Parental leave equality reduces attrition of women at the critical mid-career point where most dropout occurs, because most dropout is not about preference but about the impossibility of combining the demands of technical careers with the unequal domestic labour distribution that kicks in around child-rearing.
Pay transparency — the requirement that pay scales be visible — reduces the gender pay gap in companies where it’s implemented. The UK’s Gender Pay Gap Reporting requirement, introduced in 2017, has produced measurable narrowing in reporting companies.
What Women Are Building
The binary of “women in tech” (discussed) versus “tech” (the actual thing) is itself a problem. Women building technology are building technology, not “women’s technology.”
Fei-Fei Li, co-founder of Stanford’s Human-Centered AI Institute, created ImageNet — the dataset that underpinned the deep learning revolution that transformed computer vision. The AI systems that power image recognition in your phone, in medical imaging, in autonomous vehicles, use architectures trained on a dataset she built.

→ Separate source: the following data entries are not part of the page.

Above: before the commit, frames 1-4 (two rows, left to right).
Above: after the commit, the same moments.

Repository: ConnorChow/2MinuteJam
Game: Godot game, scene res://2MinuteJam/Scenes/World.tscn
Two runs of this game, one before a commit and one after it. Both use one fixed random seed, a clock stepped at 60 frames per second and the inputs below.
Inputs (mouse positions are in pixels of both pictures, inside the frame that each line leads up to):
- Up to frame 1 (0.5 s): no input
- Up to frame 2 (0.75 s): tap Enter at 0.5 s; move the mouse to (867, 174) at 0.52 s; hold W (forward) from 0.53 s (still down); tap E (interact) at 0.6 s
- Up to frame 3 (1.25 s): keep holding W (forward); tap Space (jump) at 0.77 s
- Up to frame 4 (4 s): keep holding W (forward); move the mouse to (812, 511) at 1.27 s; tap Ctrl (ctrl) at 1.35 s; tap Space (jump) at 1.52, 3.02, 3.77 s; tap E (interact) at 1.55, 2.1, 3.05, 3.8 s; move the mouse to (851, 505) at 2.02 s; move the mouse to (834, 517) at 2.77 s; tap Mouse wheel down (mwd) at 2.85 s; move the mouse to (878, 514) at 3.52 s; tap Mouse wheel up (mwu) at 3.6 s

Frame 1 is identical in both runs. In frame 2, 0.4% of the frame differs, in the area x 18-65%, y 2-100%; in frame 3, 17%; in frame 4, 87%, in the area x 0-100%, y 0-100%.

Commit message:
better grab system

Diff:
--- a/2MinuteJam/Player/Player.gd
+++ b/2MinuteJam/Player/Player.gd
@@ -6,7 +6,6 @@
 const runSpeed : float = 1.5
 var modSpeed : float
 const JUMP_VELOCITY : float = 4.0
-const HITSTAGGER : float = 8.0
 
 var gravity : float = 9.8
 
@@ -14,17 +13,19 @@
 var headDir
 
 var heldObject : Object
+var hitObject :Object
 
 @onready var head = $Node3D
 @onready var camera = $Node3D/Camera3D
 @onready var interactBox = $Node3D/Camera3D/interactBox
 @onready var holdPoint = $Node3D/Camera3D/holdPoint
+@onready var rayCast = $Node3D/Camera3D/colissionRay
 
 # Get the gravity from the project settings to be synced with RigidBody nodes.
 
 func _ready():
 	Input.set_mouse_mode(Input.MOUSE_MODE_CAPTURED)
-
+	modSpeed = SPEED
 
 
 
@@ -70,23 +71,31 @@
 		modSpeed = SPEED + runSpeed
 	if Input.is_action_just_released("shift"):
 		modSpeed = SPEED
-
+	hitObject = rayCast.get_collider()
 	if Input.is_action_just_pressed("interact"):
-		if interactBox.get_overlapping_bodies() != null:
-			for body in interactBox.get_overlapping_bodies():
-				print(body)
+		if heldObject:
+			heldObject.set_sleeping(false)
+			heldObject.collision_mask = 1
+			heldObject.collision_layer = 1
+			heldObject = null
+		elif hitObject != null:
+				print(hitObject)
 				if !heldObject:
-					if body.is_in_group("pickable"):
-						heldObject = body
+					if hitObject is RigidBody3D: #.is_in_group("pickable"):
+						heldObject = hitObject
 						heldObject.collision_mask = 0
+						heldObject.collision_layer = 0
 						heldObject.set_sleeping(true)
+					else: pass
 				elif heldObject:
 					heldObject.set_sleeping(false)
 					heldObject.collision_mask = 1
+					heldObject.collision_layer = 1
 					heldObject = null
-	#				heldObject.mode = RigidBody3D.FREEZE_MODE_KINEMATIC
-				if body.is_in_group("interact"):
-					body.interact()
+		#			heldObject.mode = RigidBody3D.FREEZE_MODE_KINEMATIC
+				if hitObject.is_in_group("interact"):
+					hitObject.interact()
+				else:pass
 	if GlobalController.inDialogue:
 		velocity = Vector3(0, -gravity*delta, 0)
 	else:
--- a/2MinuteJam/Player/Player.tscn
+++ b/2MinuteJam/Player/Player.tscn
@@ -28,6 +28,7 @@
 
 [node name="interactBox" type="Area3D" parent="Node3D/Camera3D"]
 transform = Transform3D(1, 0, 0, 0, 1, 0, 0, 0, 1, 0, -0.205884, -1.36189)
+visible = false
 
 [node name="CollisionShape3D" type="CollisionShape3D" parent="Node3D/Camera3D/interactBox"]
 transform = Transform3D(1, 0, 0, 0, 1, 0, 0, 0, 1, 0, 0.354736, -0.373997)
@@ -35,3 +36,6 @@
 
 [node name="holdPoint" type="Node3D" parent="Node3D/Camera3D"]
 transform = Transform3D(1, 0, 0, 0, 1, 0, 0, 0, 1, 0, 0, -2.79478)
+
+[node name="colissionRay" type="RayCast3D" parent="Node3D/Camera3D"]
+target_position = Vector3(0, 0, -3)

Dr. Timnit Gebru’s work on algorithmic bias — and her subsequent firing from Google in 2020 after refusing to suppress a research paper on the harms of large language models — is the most important story in AI ethics of the past five years. She founded the DAIR (Distributed AI Research) Institute to continue the work outside corporate constraints.
Joy Buolamwini founded the Algorithmic Justice League after discovering that facial recognition software could not recognise her face. Her research changed the commercial decisions of IBM, Microsoft, and Amazon on facial recognition deployment.
These women are not adjacent to the technology story. They are, in different ways, the technology story. The history of computing has always included them. The history told about computing has excluded them. Correcting this is not an act of charity toward women. It is an act of accuracy about what actually happened.